TASK BRIEF
Across the data below, in how many lines does the word "WG立ち上げガイド" appear? Give only the number.

*** DATA FOR THE TASK Section Begins ***

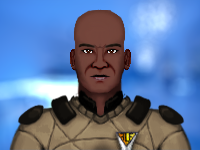
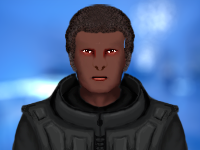
Comparing the layer stacks of the two 200x150 images. Changes:
hid "Female_FLF" over (x1=9, y1=89, x2=192, y2=150)
showed "HeavyBlackJacket" over (x1=11, y1=72, x2=189, y2=150)
showed "afro" over (x1=65, y1=4, x2=135, y2=73)
hid "brow3-b" over (x1=78, y1=42, x2=122, y2=50)
hid "sirius_fyrra_f1_eyes-b" over (x1=78, y1=46, x2=122, y2=66)
showed "dv_military_m2_eyes" over (x1=78, y1=42, x2=122, y2=63)
added layer "sd_nose_1-s" in group "Nose" over (x1=92, y1=58, x2=108, y2=71)
hid "reynose-b" over (x1=80, y1=42, x2=125, y2=93)
showed "softPucker" over (x1=89, y1=74, x2=111, y2=87)
hid "empire4_lips-b" over (x1=89, y1=73, x2=111, y2=87)
hid "zolo_ears-b" over (x1=70, y1=49, x2=131, y2=71)
showed "vicious" over (x1=70, y1=48, x2=129, y2=69)
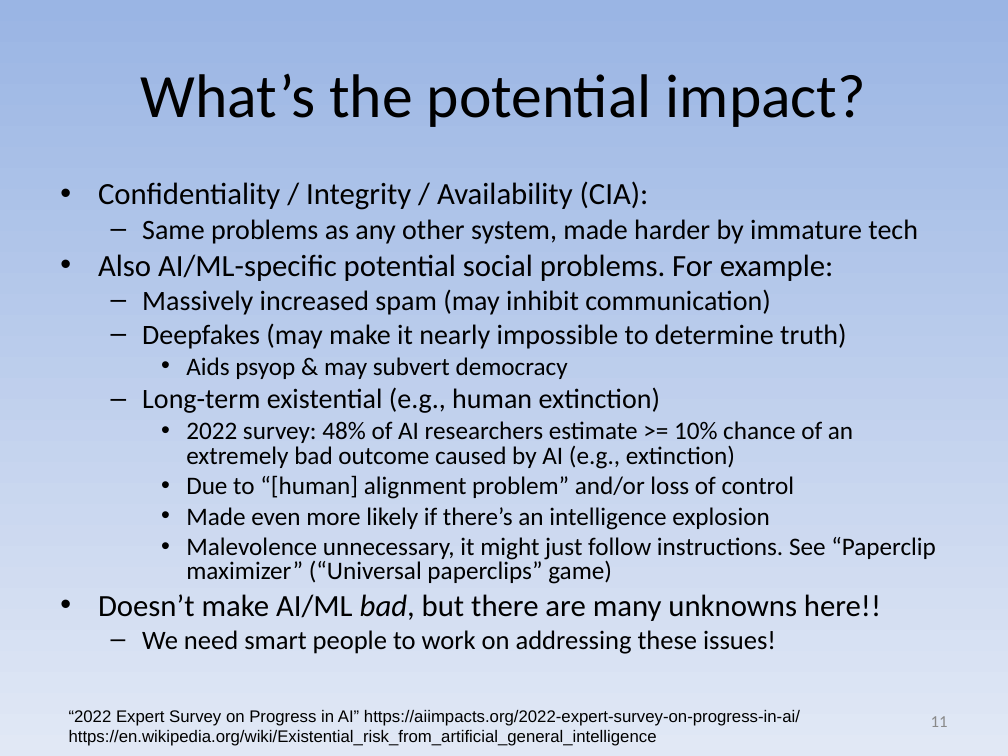
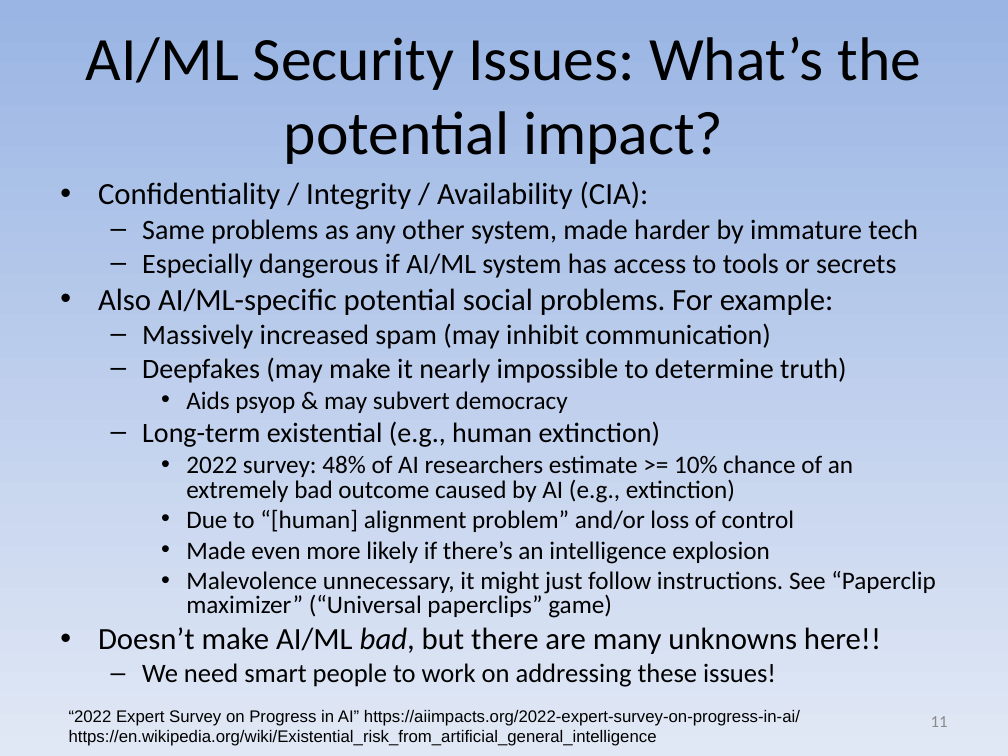
Before and after one commit to david-a-wheeler/david-a-wheeler.github.io, a slide deck: slide 11 of secure-class/presentations/Secure-Software-10-Misc.ppt. Drawn at 1008x756 pixels with LibreOffice and Linux fonts; fonts in the diff are those of the drawing. Boxes give left, top, right and bottom in pixels: in the first picture for what was removed or moved away, otherwise in the second. Text is boxed around its words. In the diff, an @@ line names an element or a change of style, - is before the commit and + after.

```diff
--- a/secure-class/presentations/Secure-Software-10-Misc.ppt
+++ b/secure-class/presentations/Secure-Software-10-Misc.ppt
@@ title at <box>86,37,921,164</box>: text changed @@
-What’s the potential impact?
+AI/ML Security Issues: What’s the potential impact?
@@ text at <box>142,253,896,278</box>: paragraph added @@
+  – Especially dangerous if AI/ML system has access to tools or secrets
```
Also in this commit, not shown: 6 other slides changed, 1 slide added.
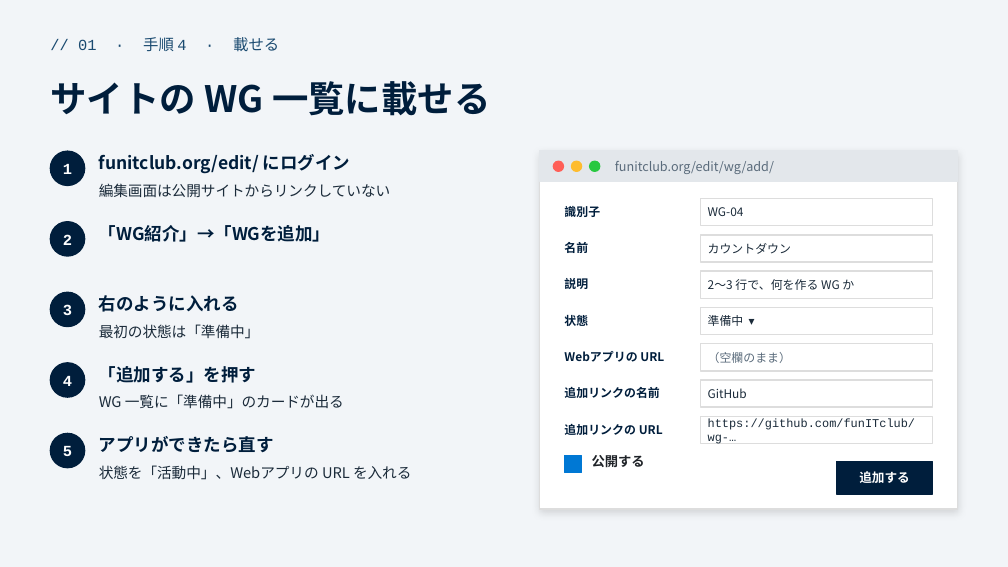
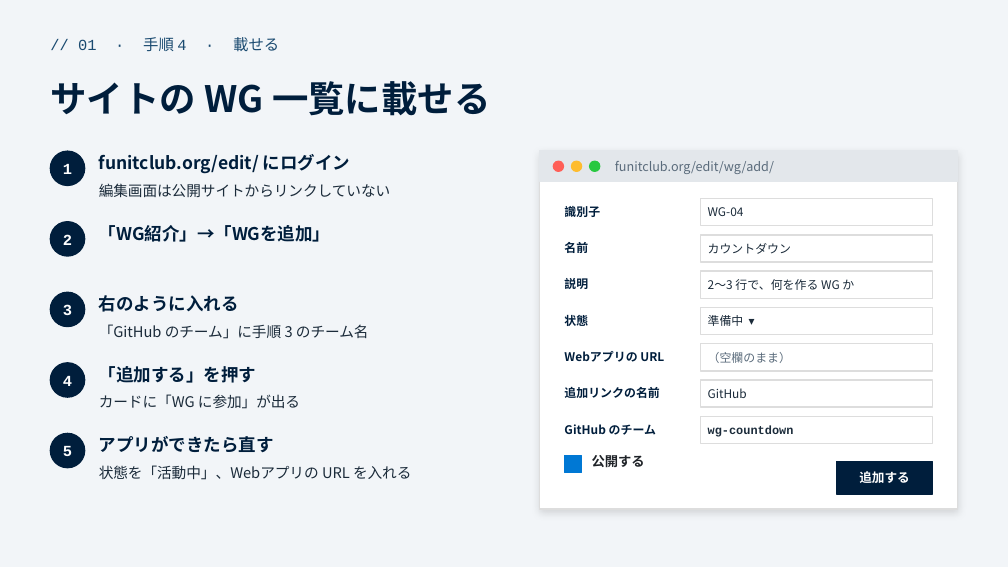
Before and after one commit to funITclub/homepage, a slide deck: slide 7 of docs/WG立ち上げガイド/01_リポジトリの作り方と運用.pptx. Drawn at 1008x567 pixels with LibreOffice and Linux fonts; fonts in the diff are those of the drawing; background and template pictures are left out. Boxes give left, top, right and bottom in pixels: in the first picture for what was removed or moved away, otherwise in the second. Text is boxed around its words. In the diff, an @@ line names an element or a change of style, - is before the commit and + after.

```diff
--- a/docs/WG立ち上げガイド/01_リポジトリの作り方と運用.pptx
+++ b/docs/WG立ち上げガイド/01_リポジトリの作り方と運用.pptx
@@ text at [99,324,369,339]: text changed @@
-最初の状態は「準備中」
+「GitHub のチーム」に手順 3 のチーム名
@@ text at [99,394,300,409]: text changed @@
-WG 一覧に「準備中」のカードが出る
+カードに「WG に参加」が出る
@@ text at [564,424,656,435]: text changed @@
-追加リンクの URL
+GitHub のチーム
@@ text at [708,426,794,437]: text changed; bold on @@
-https://github.com/funITclub/wg-…
+wg-countdown
```
Also in this commit, not shown: 3 other slides changed, 1 slide added, 4 other files.
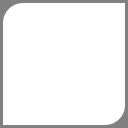
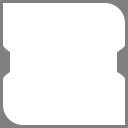
Before/after of a w=128, h=128 layered artwork. What changed in the layer stack:
removed layer "Rounded Rectangle 1" over [3, 3, 125, 125]
renamed "Layer 1" to "Rounded Rectangle 1", painted on it, masked it over [3, 3, 125, 125]

*** DATA FOR THE TASK Section Ends ***

EXERCISE SOLUTION
3